For object detection models like the R-CNN family, the key metric is mean Average Precision (mAP). This metric measures how well the model finds and correctly labels objects in images. It balances both precision (how many detected objects are correct) and recall (how many true objects are found). We use mAP because object detection needs both accurate location and correct classification.
0
0
R-CNN family overview in Computer Vision - Model Metrics & Evaluation
Metrics & Evaluation - R-CNN family overview
Which metric matters for R-CNN family and WHY
Confusion matrix for object detection (simplified)
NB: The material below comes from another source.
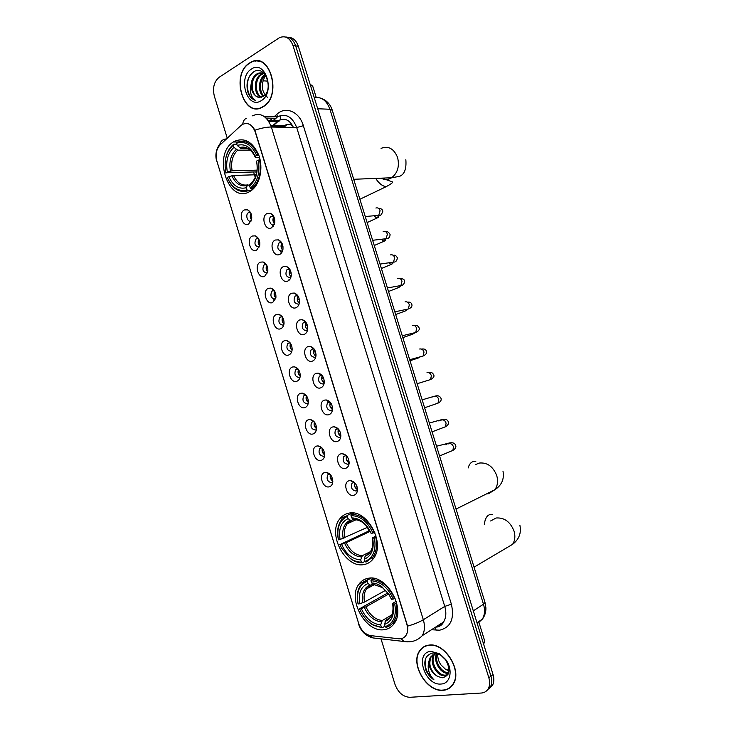 <?xml version="1.0" encoding="UTF-8"?>
<svg xmlns="http://www.w3.org/2000/svg" width="734" height="734" viewBox="0 0 734 734"><rect width="100%" height="100%" fill="white"/><g stroke="black" fill="none" stroke-linecap="round" stroke-linejoin="round"><path stroke-width="1.1" d="M348.32 513.305C344.916 514.075 342.108 515.892 339.879 518.755C326.997 533.6 345.384 568.841 364.055 564.529C367.945 563.831 371.11 561.767 373.56 558.363C386.011 542.765 366.238 507.919 348.32 513.305M368.284 578.282C364.367 578.952 361.229 580.952 358.862 584.282C347.164 599.063 365.688 632.855 384.084 629.689C388.488 629.13 391.965 626.9 394.525 623.019C405.819 607.504 385.937 574.052 368.284 578.282M234.073 141.515L233.339 141.974C212.172 154.69 228.219 204.3 249.487 191.693L251.459 190.445C259.955 184.289 263.46 168.058 258.836 155.287C252.698 141.625 244.45 137.038 234.073 141.515M248.633 224.072C242.486 227.549 237.981 212.86 244.303 209.952L247.496 209.786C250.762 211.557 252.147 214.787 251.643 219.475L248.633 224.072M250.404 212.374L248.276 212.768C244.972 215.016 247.78 222.888 251.212 220.989M256.643 250.175C250.45 253.505 245.936 238.789 252.303 236.036L255.304 235.853C258.652 237.522 260.13 240.715 259.726 245.44L256.643 250.175M258.331 238.376L256.157 238.825C253.872 243.633 254.9 246.349 259.24 246.963L259.341 246.918M264.671 276.314C258.423 279.498 253.9 264.754 260.322 262.157L263.111 261.965C266.552 263.524 268.121 266.69 267.818 271.461L264.671 276.314M266.258 264.414L264.047 264.919C261.864 269.672 262.928 272.369 267.24 273.002L267.479 272.874M272.709 302.491C266.405 305.527 261.882 290.765 268.35 288.306L270.929 288.113C274.461 289.572 276.122 292.71 275.911 297.536L272.709 302.491M270.929 288.113L274.186 290.49L271.956 291.04C269.873 295.747 270.965 298.426 275.241 299.077L275.626 298.876M280.755 328.704C274.406 331.594 269.873 316.813 276.397 314.501L278.746 314.299C282.379 315.657 284.131 318.776 284.021 323.657C283.645 326.217 282.562 327.896 280.755 328.704M282.113 316.593L279.874 317.207C277.892 321.859 279.021 324.52 283.26 325.19L283.774 324.914M288.811 354.962C282.416 357.697 277.874 342.888 284.453 340.741L286.581 340.539C290.297 341.787 292.15 344.879 292.132 349.824C291.793 352.458 290.682 354.164 288.811 354.962M290.049 342.741L287.811 343.411C285.921 348.008 287.086 350.65 291.288 351.338L291.93 350.99M296.885 381.249C290.435 383.836 285.884 369.009 292.517 367.009L294.417 366.817C298.224 367.954 300.169 371.037 300.252 376.047C299.94 378.744 298.821 380.478 296.885 381.249M297.986 368.927L295.756 369.642C293.967 374.184 295.16 376.817 299.334 377.533L300.096 377.102M304.968 407.581C298.463 410.012 293.912 395.167 300.591 393.314L302.261 393.13C306.17 394.176 308.207 397.232 308.381 402.315C308.096 405.076 306.959 406.829 304.968 407.581M305.922 395.14L303.72 395.91C302.023 400.406 303.252 403.021 307.39 403.755L308.262 403.26M313.06 433.95C306.509 436.235 301.949 421.362 308.675 419.664L310.124 419.499C314.124 420.435 316.253 423.481 316.519 428.638C316.262 431.454 315.115 433.225 313.06 433.95M313.868 421.399L311.693 422.224C310.097 426.656 311.344 429.252 315.455 430.023L316.427 429.454M321.171 460.356C314.565 462.484 309.996 447.602 316.776 446.052L317.996 445.896C322.079 446.731 324.309 449.768 324.667 455.007C324.437 457.878 323.272 459.658 321.171 460.356M321.813 447.694L319.694 448.566C318.171 452.942 319.455 455.53 323.529 456.328L324.602 455.695M329.291 486.798C322.63 488.78 318.051 473.87 324.887 472.476L325.878 472.347C330.052 473.081 332.364 476.109 332.823 481.431C332.621 484.339 331.447 486.128 329.291 486.798M329.759 474.036L327.694 474.944C326.263 479.274 327.575 481.843 331.621 482.669L332.786 481.981M271.525 227.852C265.13 231.375 260.533 216.42 267.103 213.484L270.47 213.346C273.672 215.053 275.094 218.2 274.745 222.76L271.525 227.852M273.433 215.998L270.993 216.392C267.616 218.769 270.571 226.668 274.103 224.677L274.259 224.595M279.691 254.423C273.25 257.79 268.644 242.807 275.268 240.027L278.406 239.862C281.709 241.477 283.232 244.587 282.975 249.193C282.572 251.762 281.48 253.505 279.691 254.423M281.517 242.459L279.021 242.908C276.718 247.808 277.791 250.551 282.241 251.138L282.553 250.964M287.875 281.03C281.379 284.242 276.773 269.24 283.443 266.616L286.361 266.433C289.756 267.938 291.38 271.02 291.224 275.681C290.847 278.342 289.728 280.122 287.875 281.03M289.6 268.956L287.058 269.47C284.865 274.305 285.985 277.03 290.398 277.645L290.857 277.379M296.068 307.674C289.526 310.73 284.911 295.71 291.637 293.233L294.306 293.049C297.811 294.444 299.536 297.499 299.472 302.224C299.133 304.959 297.995 306.775 296.068 307.674M297.674 295.49L295.123 296.059C293.04 300.848 294.187 303.555 298.564 304.179L299.169 303.83M304.28 334.355C297.683 337.255 293.059 322.217 299.83 319.896L302.27 319.703C305.876 320.987 307.693 324.033 307.729 328.823C307.427 331.63 306.271 333.475 304.28 334.355M305.757 322.061L303.197 322.694C301.215 327.419 302.399 330.107 306.739 330.759L307.482 330.318M312.5 361.082C305.849 363.825 301.215 348.76 308.051 346.604L310.234 346.402C313.95 347.586 315.868 350.604 315.996 355.476C315.721 358.357 314.556 360.22 312.5 361.082M313.84 348.668L311.28 349.366C309.409 354.036 310.629 356.706 314.932 357.375L315.803 356.843M320.73 387.846C314.024 390.433 309.39 375.349 316.271 373.34L318.217 373.156C322.033 374.23 324.052 377.23 324.272 382.175C324.033 385.121 322.85 387.011 320.73 387.846M321.932 375.313L319.391 376.074C317.62 380.689 318.868 383.341 323.134 384.029L324.125 383.414M328.979 414.646C322.217 417.086 317.574 401.975 324.511 400.122L326.199 399.947C330.126 400.911 332.245 403.902 332.557 408.93C332.355 411.93 331.162 413.838 328.979 414.646M330.016 401.993L327.511 402.819C325.832 407.37 327.116 410.012 331.346 410.728L332.456 410.04M337.236 441.492C330.419 443.767 325.768 428.638 332.759 426.949L334.199 426.784C338.227 427.638 340.438 430.629 340.86 435.739C340.686 438.794 339.475 440.712 337.236 441.492M338.108 428.711L335.64 429.592C334.062 434.097 335.374 436.721 339.567 437.464L340.787 436.693M345.503 468.375C338.631 470.494 333.979 455.337 341.026 453.805L342.218 453.667C346.338 454.419 348.65 457.392 349.164 462.594C349.017 465.695 347.797 467.622 345.503 468.375M343.796 456.41L346.228 455.511L343.796 456.41C342.31 460.851 343.65 463.466 347.806 464.237L349.127 463.402M353.779 495.294C346.861 497.257 342.2 482.082 349.292 480.706L350.246 480.586C354.467 481.238 356.88 484.211 357.486 489.505C357.366 492.652 356.137 494.578 353.779 495.294M354.293 482.284L351.962 483.266C350.568 487.651 351.925 490.248 356.063 491.055L357.467 490.165M272.406 290.481L272.241 290.994M273.754 299.197L274.507 300.068M327.869 401.672L327.603 402.782M280.379 251.23L281.673 252.707M272.176 224.778L273.378 226.246M251.56 219.879C250.055 217.824 249.854 215.668 250.955 213.42M259.643 245.881C258.019 243.835 257.762 241.651 258.863 239.33M267.736 271.901C266.002 269.892 265.68 267.681 266.781 265.286M275.846 297.949C274.002 295.976 273.626 293.747 274.7 291.288M283.966 324.033C282.021 322.088 281.581 319.859 282.627 317.345M292.178 348.788L291.462 349.008L292.095 350.118C290.068 348.246 289.554 346.017 290.563 343.439M300.261 374.643L299.408 374.9L300.224 376.276C298.123 374.441 297.545 372.211 298.509 369.587L298.554 372.092L299.637 371.762M308.372 402.434C306.197 400.663 305.564 398.443 306.454 395.782L306.509 398.021L307.564 397.7M316.519 428.628C314.299 426.913 313.592 424.711 314.409 422.022M324.419 452.474L323.336 452.814L324.648 454.851C322.409 453.208 321.648 451.025 322.382 448.309M332.823 481.119C330.539 479.531 329.722 477.375 330.364 474.65L330.474 476.036L331.227 475.797M274.544 223.705L274.516 223.833C272.681 221.585 272.452 219.227 273.846 216.732L273.589 220.897L274.837 220.539M282.773 250.248C280.801 248.055 280.507 245.679 281.902 243.11M291.04 276.718C288.948 274.571 288.581 272.176 289.967 269.534M299.325 303.215C297.114 301.123 296.683 298.72 298.032 296.013M307.61 329.749C305.298 327.713 304.793 325.309 306.106 322.529M315.904 356.302C313.501 354.339 312.923 351.935 314.18 349.1M324.208 382.9C321.731 381.001 321.079 378.606 322.263 375.716M332.52 409.517C329.979 407.7 329.254 405.324 330.364 402.388M340.842 436.17C338.236 434.427 337.447 432.069 338.466 429.096M349.164 462.86C346.521 461.191 345.668 458.86 346.576 455.869M357.486 489.587C354.825 487.991 353.898 485.688 354.706 482.678M240.844 125.597L242.33 124.477C247.973 122 252.294 124.551 255.285 132.102L406.856 624.276C408.095 628.57 407.838 632.213 406.095 635.222C404.37 637.864 401.902 639.039 398.7 638.754L370.743 635.635C365.202 634.525 361.211 630.598 358.77 623.872L216.934 161.324C215.227 154.544 216.291 149.048 220.127 144.837L240.844 125.597M292.637 125.753C290.003 124.092 287.37 123.982 284.737 125.422L282.416 127.248M249.551 62.996C230.054 74.556 243.633 119.312 262.9 106.889L263.056 106.797C282.7 96.374 270.066 50.747 250.744 62.289L249.551 62.996M256.34 108.43L257.405 108.65M429.06 645.085C424.922 645.562 421.729 647.544 419.472 651.03C410.113 664.096 426.757 692.208 443.015 690.327C447.557 689.969 451.025 687.813 453.401 683.859C462.411 670.234 444.731 642.406 429.06 645.085M424.435 646.425L423.573 647.204M255.616 61.115L256.707 60.839M246.863 123.459C250.055 123.936 252.725 126.193 254.882 130.239L407.59 626.12C408.04 629.744 407.544 632.772 406.122 635.204L406.095 635.222M421.756 648.617L422.5 647.663M487.037 690.382L490.422 686.941C491.991 683.895 492.165 680.308 490.945 676.17L295.674 45.893C293.6 40.031 290.233 37.076 285.554 37.021C290.233 37.076 293.6 40.031 295.674 45.893L490.945 676.17C492.165 680.308 491.991 683.895 490.422 686.941L487.037 690.382M381.01 638.837L395.011 684.418C398.14 692.557 403.058 696.85 409.756 697.3L481.293 693.034C484.431 692.795 486.77 691.309 488.321 688.584C489.89 685.528 490.064 681.932 488.844 677.776L293.013 45.6C290.049 37.994 285.572 35.333 279.571 37.617L219.154 77.29C214.025 81.621 212.429 87.906 214.346 96.163L227.045 137.524M449.832 687.584L450.869 687.042M258.891 61.087L257.799 61.161M489.138 688.74L492.514 685.308C494.083 682.271 494.257 678.693 493.046 674.564L298.307 46.187C296.252 40.342 292.884 37.397 288.214 37.342M259.955 61.353L258.873 61.335M262.983 106.568C282.425 96.246 269.919 51.096 250.789 62.528L249.615 63.216C230.32 74.657 243.761 118.954 262.827 106.659L262.983 106.568M267.424 97.31C261.249 91.411 260.643 84.089 265.607 75.354M263.341 96.393C257.662 92.447 258.221 78.4 265.102 74.648M263.873 96.016C258.918 91.759 259.35 79.345 265.479 75.171M261.24 97.283C253.845 95.64 253.001 78.4 261.102 74.235L263.809 73.584M261.754 97.145C254.753 94.833 254.322 78.327 262.148 74.317L262.662 74.033M259.13 97.328L262.983 96.613C274.259 90.539 265.369 64.197 253.973 71.648C247.367 76.804 245.477 84.107 248.285 93.585C250.01 97.163 252.358 99.402 255.331 100.301C250.955 97.292 249.542 92.016 251.083 84.465C251.331 91.842 254.01 96.126 259.13 97.328C251.056 97.117 249.312 78.465 257.955 73.987L261.735 72.941M251.083 84.465C251.615 79.63 253.56 76.116 256.9 73.914L257.423 73.629C259.79 72.501 262.176 72.629 264.57 73.996M251.423 69.079C237.21 77.409 247.248 110.027 261.176 100.696C275.81 92.723 265.405 59.059 251.423 69.079M257.405 108.403L258.478 108.522M255.331 100.301C247.633 98.484 244.385 82.52 250.936 74.152M316.189 97.338L312.748 86.236L310.06 84.098M267.947 81.144L262.9 80.786M450.722 686.841L451.694 686.207M442.941 690.088C447.437 689.74 450.859 687.602 453.217 683.693C462.136 670.215 444.639 642.672 429.133 645.314C425.032 645.792 421.876 647.755 419.637 651.205C410.379 664.142 426.858 691.96 442.941 690.088M449.061 670.793L445.749 669.491L440.877 664.83C438.51 661.261 437.482 657.572 437.794 653.755M448.547 673.289L448.061 673.326C440.758 674.06 432.776 661.068 436.583 653.71M448.722 672.72C441.657 673.216 434.014 661.105 437.198 653.71M447.914 674.638L444.657 675.757C436.794 676.546 428.619 661.784 433.831 654.811L434.372 654.077M447.988 674.518L445.51 675.142C437.647 675.941 429.482 661.196 434.684 654.223L434.895 653.93M437.712 676.454L442.272 677.803C449.887 675.812 451.015 669.83 445.657 659.857L440.73 655.104L433.253 652.884C425.491 654.7 423.096 660.609 426.069 670.601C427.922 674.583 430.555 677.656 433.968 679.84C428.794 674.418 427.096 668.234 428.885 661.297C428.885 667.977 431.831 673.032 437.712 676.454C430.298 670.931 428.142 664.298 431.234 656.563L432.932 654.71M428.885 661.297L430.372 657.15L435.785 653.765L440.684 654.471M431.005 651.379C414.205 652.214 424.573 685.886 441.07 684.024C450.529 683.849 453.328 669.527 445.694 659.554L439.684 653.792L431.005 651.379M425.481 645.948L424.564 646.645M433.968 679.84C426.959 674.207 424.133 667.224 425.472 658.893M251.175 190.656L248.028 190.803L247.028 189.886C238.614 192.069 232.036 187.922 227.292 177.454L228.76 176.628C233.027 185.867 238.889 189.555 246.358 187.702L247.294 185.473L250.175 184.638M256.23 174.756L233.54 175.463L228.76 176.628M256.882 171.884L225.861 172.784C223.732 160.856 226.2 151.644 233.284 145.139L233.953 147.323C227.714 153.149 225.503 161.361 227.329 171.958L232.109 170.793L257.12 170.132M250.221 150.103L237.697 150.167L233.953 147.323M251.303 189.051L251.505 188.904C259.084 182.316 261.754 172.628 259.533 159.828L258.157 160.214C260.258 172.554 257.634 181.867 250.312 188.133L251.303 189.051L253.212 188.959M260.12 159.819L259.533 159.828M227.292 177.454L227.366 177.784C232.311 188.785 239.201 193.125 248.028 190.803M233.284 145.139L233.706 144.194C229.054 147.974 226.246 153.626 225.265 161.141M227.329 171.958L225.934 173.123M233.706 144.194L236.807 144.194M250.312 188.133L249.633 185.931C256.074 180.298 258.405 172.013 256.606 161.076L258.157 160.214M246.358 187.702L247.028 189.886M256.606 161.076L256.68 161.902C258.175 171.426 256.138 178.692 250.56 183.702L249.633 185.931M251.423 182.968L250.56 183.702M248.037 141.405L245.679 141.901M258.056 155.03C252.835 143.763 245.789 139.524 236.935 142.295L236.513 143.249C244.963 140.653 251.679 144.708 256.68 155.415L258.735 155.021M256.68 155.415L255.129 156.287C250.661 146.864 244.679 143.249 237.183 145.433L236.513 143.249M259.497 157.342L255.964 157.388L255.221 157.177L255.129 156.287M237.183 145.433L240.642 148.259L247.248 148.277L240.936 148.296M365.027 561.391L362.312 562.767L361.385 562.106C357.531 562.189 353.742 560.877 350.026 558.17L341.493 548.014L339.925 544.591L341.567 544.279C346.035 554.142 352.412 559.336 360.697 559.877L362.321 555.693L370.468 551.638M370.129 531.37L346.264 542.665L341.567 544.279M347.347 516.424L347.687 515.176L341.53 519.791C337.759 525.039 336.713 531.673 338.392 539.673L338.466 539.829C336.42 528.122 339.383 520.323 347.347 516.424L348.035 518.654C341.007 522.177 338.365 529.122 340.108 539.508L367.596 527.26M353.724 519.415L350.861 520.516L348.035 518.654M339.925 544.591L368.725 531.021L367.523 527.296M372.597 558.767L373.514 558.427M365.972 562.125L373.037 556.822C376.478 551.647 377.404 545.206 375.799 537.49L374.423 537.939C376.423 550.032 373.294 557.877 365.046 561.473L365.972 562.125M376.377 537.215L375.799 537.49M339.851 544.435L341.512 548.087L350.393 558.657C354.302 561.501 358.275 562.868 362.312 562.767M347.687 515.176L352.623 513.002M365.046 561.473L364.358 559.225C371.615 555.95 374.386 548.959 372.688 538.279L374.423 537.939M360.697 559.877L361.385 562.106M340.108 539.508L338.466 539.829M372.688 538.279L372.386 537.875L376.056 535.994M367.716 554.17L365.101 556.308L364.358 559.225M354.082 513.167L351.302 514.396L350.971 515.644C360.348 515.791 367.67 521.59 372.909 533.04L374.285 532.59C368.807 520.562 361.146 514.497 351.302 514.396M374.285 532.59L374.826 532.334M372.909 533.04L371.175 533.379C366.486 523.287 359.981 518.121 351.659 517.883L350.971 515.644M351.659 517.883L354.164 519.672C361.036 519.782 366.605 524.232 370.89 533.022L371.175 533.379M354.164 519.672L355.192 519.663M368.725 531.021L369.835 530.801M384.937 626.175L382.286 627.772L373.129 624.836C367.835 621.854 363.66 617.257 360.614 611.064L359.614 608.752L361.284 608.523C365.789 618.487 372.248 623.955 380.68 624.918L382.249 620.524L391.837 614.853M388.625 594.072L365.963 606.825L361.284 608.523M367.284 581.319L367.606 580.016L360.568 585.227C357.32 590.182 356.476 596.347 358.036 603.724L358.146 603.972C356.109 592.301 359.155 584.75 367.284 581.319L367.973 583.548C360.807 586.659 358.082 593.393 359.816 603.733L364.495 602.045L385.607 590.301M373.267 584.108L370.642 585.255L367.973 583.548M359.614 608.752L387.791 592.962M392.488 623.432L394.791 622.588M370.853 578.089L369.863 578.814M386.011 627.331C389.304 626.451 391.938 624.487 393.929 621.45C396.883 616.588 397.617 610.615 396.121 603.504L394.736 603.963C396.727 616.01 393.516 623.597 385.102 626.717L386.011 627.331M396.69 603.174L396.121 603.504M359.504 608.504L360.412 610.633M362.257 614.11C365.321 619.092 369.11 622.836 373.615 625.34L382.286 627.772M367.606 580.016L371.211 578.098M385.102 626.717L384.414 624.469C391.809 621.606 394.663 614.853 392.974 604.21L394.736 603.963M380.68 624.918L381.368 627.157M359.816 603.733L358.146 603.972M392.974 604.21L393.14 603.1L396.186 601.339M389.708 617.854L385.974 620.065L384.414 624.469M373.395 578.309L371.294 579.429L370.973 580.732C380.524 581.365 387.937 587.466 393.222 599.045L394.608 598.586C389.075 586.42 381.304 580.034 371.294 579.429M394.608 598.586L395.121 598.293M393.222 599.045L391.461 599.293L388.901 594.292L381.625 586.484C378.304 584.163 374.982 582.998 371.661 582.979L370.973 580.732M391.112 598.742L391.461 599.293M371.661 582.979L374.909 584.631M281.856 243.018L281.645 247.055L282.994 246.661M282.884 249.789L282.746 250.349M289.875 269.396L289.701 273.259L291.141 272.828M291.196 275.911L290.572 276.094L291.003 276.874M297.912 295.83L297.775 299.49L299.261 299.05M299.481 302.087L298.646 302.335L299.279 303.426M305.959 322.327L305.858 325.768L307.372 325.309M307.757 328.3L306.739 328.612L307.564 329.988M314.014 348.879L313.959 352.072L315.473 351.614M316.015 354.568L314.831 354.926L315.859 356.577M322.079 375.487L322.061 378.423L323.547 377.973M324.244 380.882L322.942 381.285L324.171 383.185M330.162 402.159L330.181 404.81L331.603 404.37M332.465 407.242L331.062 407.673L331.979 409.196M338.209 429.674L338.319 431.243L339.649 430.821M340.668 433.647L339.2 434.106L340.292 435.868M346.356 456.42L346.457 457.704L347.677 457.328M348.852 460.099L347.338 460.576L348.632 462.585M354.522 483.183L354.614 484.211L355.687 483.871M357.018 486.605L355.495 487.082L356.999 489.349M251.083 213.732L251.01 217.292L251.808 217.062M258.964 239.55L258.909 243L259.818 242.734M266.855 265.433L266.809 268.745L267.809 268.451M274.755 291.38L274.727 294.527L275.791 294.215M282.654 317.391L282.654 320.345L283.755 320.015M284.067 322.978L283.517 323.143L283.975 323.978M290.572 343.457L290.6 346.2L291.71 345.87M308.326 400.544L307.381 400.837L308.363 402.452M314.4 422.059L314.491 423.986L315.464 423.683M316.382 426.482L315.354 426.803L316.482 428.61M322.373 448.327L322.474 449.997L323.355 449.722M332.447 478.504L331.337 478.862L332.823 481.109M483.651 644.259L484.706 641.011L479.036 622.698M449.07 668.821L447.134 670.197M271.085 126.23L283.269 126.487M437.51 625.891L437.895 626.854M293.444 127.477C289.774 120.009 284.911 117.651 278.856 120.394L273.066 125.321M274.305 116.614L276.892 114.265C285.554 105.852 299.288 111.55 303.353 125.697L451.382 604.192L444.749 606.412L296.701 127.542C292.371 116.743 286.04 113.137 277.718 116.724L273.268 120.394M451.382 604.192C454.63 618.835 450.685 627.506 439.556 630.203L431.528 629.735M435.372 627.267C438.886 626.808 441.629 625.047 443.593 621.982C446.116 617.661 446.501 612.477 444.749 606.412L423.316 619.744C425.124 625.983 424.757 631.304 422.224 635.699L443.593 621.982C442.308 624.753 440.116 626.441 437.033 627.047M266.112 118.055L275.938 118.312L273.626 120.404M246.349 118.257C244.183 119.339 242.991 121.33 242.752 124.239M407.59 626.12C414.031 624.295 419.27 622.175 423.316 619.744L271.341 127.028C266.607 127.019 261.12 128.092 254.882 130.239M359.054 624.744L216.723 160.581M370.092 635.543L372.918 637.919L377.937 638.488M225.439 139.02C222.145 139.634 220.237 141.708 219.705 145.259M401.012 638.699L404.049 641.443L409.508 641.837M252.147 115.908C260.506 112.21 266.91 115.917 271.341 127.028L296.701 127.542L303.353 125.697M270.396 120.165L272.516 118.238M488.844 677.776L493.046 674.564M293.013 45.6L298.307 46.187M276.892 114.265L277.388 116.853M277.369 116.935L275.938 118.312L277.498 116.853L264.167 116.431M434.959 627.533L436.17 630.203M268.837 121.459L277.791 121.642L273.69 125.34M272.03 126.257L271.305 126.909M253.579 171.976L255.258 177.435M256.882 182.738L257.175 183.693M280.049 115.678C281.021 119.101 280.269 121.082 277.791 121.642L278.617 120.541L268.011 120.248M477.274 623.68L482.394 619.111C484.789 614.927 485.156 609.954 483.477 604.21L329.933 109.265C326.648 100.457 321.428 96.576 314.244 97.613M317.694 108.751L329.933 109.265L332.3 110.293M321.611 98.512C326.804 100.475 330.346 104.347 332.245 110.128L485.018 602.449L483.477 604.21L473.302 610.853M476.99 622.753L482.394 619.111C484.816 615.881 485.991 612.138 485.908 607.89L484.972 602.32M286.994 124.56L283.93 127.285M381.056 148.351C388.451 145.607 393.965 148.653 397.58 157.489C399.645 166.26 397.663 173.013 391.635 177.747L390.415 178.435C387.258 179.885 384.121 179.802 381.01 178.178M383.524 178.72L392.406 181.894C393.406 182.243 391.35 183.821 386.249 186.638C382.662 186.262 379.276 183.729 376.092 179.023M233.54 175.463C236.999 182.803 241.752 185.931 247.78 184.876M237.697 150.167C232.55 155.094 230.687 161.966 232.109 170.793M231.825 175.765C235.605 183.775 240.761 187.005 247.294 185.473M236.229 149.479C230.815 154.626 228.87 161.829 230.384 171.095M255.212 157.122C251.267 148.974 246.018 145.8 239.468 147.598M475.375 464.732L479.036 463.09C487.082 462.181 492.973 466.329 496.707 475.522C498.285 481.073 497.652 485.807 494.826 489.752L488.569 493.707L486.413 493.936M468.136 467.989C469.558 463.108 472.118 460.934 475.797 461.457M346.264 542.665C350.072 550.803 355.421 555.152 362.321 555.693M351.485 520.424L347.237 523.755C344.567 527.489 343.751 532.205 344.806 537.894M365.101 556.308C371.376 553.335 373.808 547.215 372.395 537.921M344.622 543.288C348.595 551.858 354.201 556.418 361.44 556.959M350.155 520.213C344.053 523.36 341.723 529.462 343.163 538.517M370.89 533.04C366.752 524.287 361.045 519.764 353.77 519.452M490.606 520.975L496.129 517.993C504.286 517.415 510.249 521.755 514.002 531.003C515.488 536.159 515.011 540.609 512.552 544.353L474.063 567.153M484.321 524.37C485.257 517.14 488.055 513.809 492.716 514.378M365.963 606.825C369.798 615.064 375.221 619.634 382.249 620.524M371.065 585.246L366.486 588.934C364.183 592.448 363.523 596.815 364.495 602.045M385.111 621.423C391.516 618.817 394.02 612.89 392.626 603.642L392.662 603.834M364.339 607.504C368.34 616.175 374.019 620.964 381.386 621.881M370.055 585.007C363.835 587.796 361.44 593.705 362.871 602.724M388.901 594.292L382.442 587.576L373.744 584.438M505.689 548.702L505.065 548.784M375.891 208.034C377.836 207.438 379.239 208.328 380.084 210.722L378.744 215.356L376.019 215.585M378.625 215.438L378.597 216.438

| Predicted Object | Predicted No Object
-------------------------------------------
True Object | TP | FN
No Object | FP | TN
-------------------------------------------
Total samples = TP + FP + FN + TN
Here, TP means the model correctly found an object, FP means it found something that is not an object, FN means it missed an object, and TN means it correctly ignored background.
Precision vs Recall tradeoff with examples
In object detection:
- High precision means most detected objects are correct. This is important when false alarms are costly, like in self-driving cars where wrong detections can cause accidents.
- High recall means the model finds most of the true objects. This is important in security cameras where missing a person is risky.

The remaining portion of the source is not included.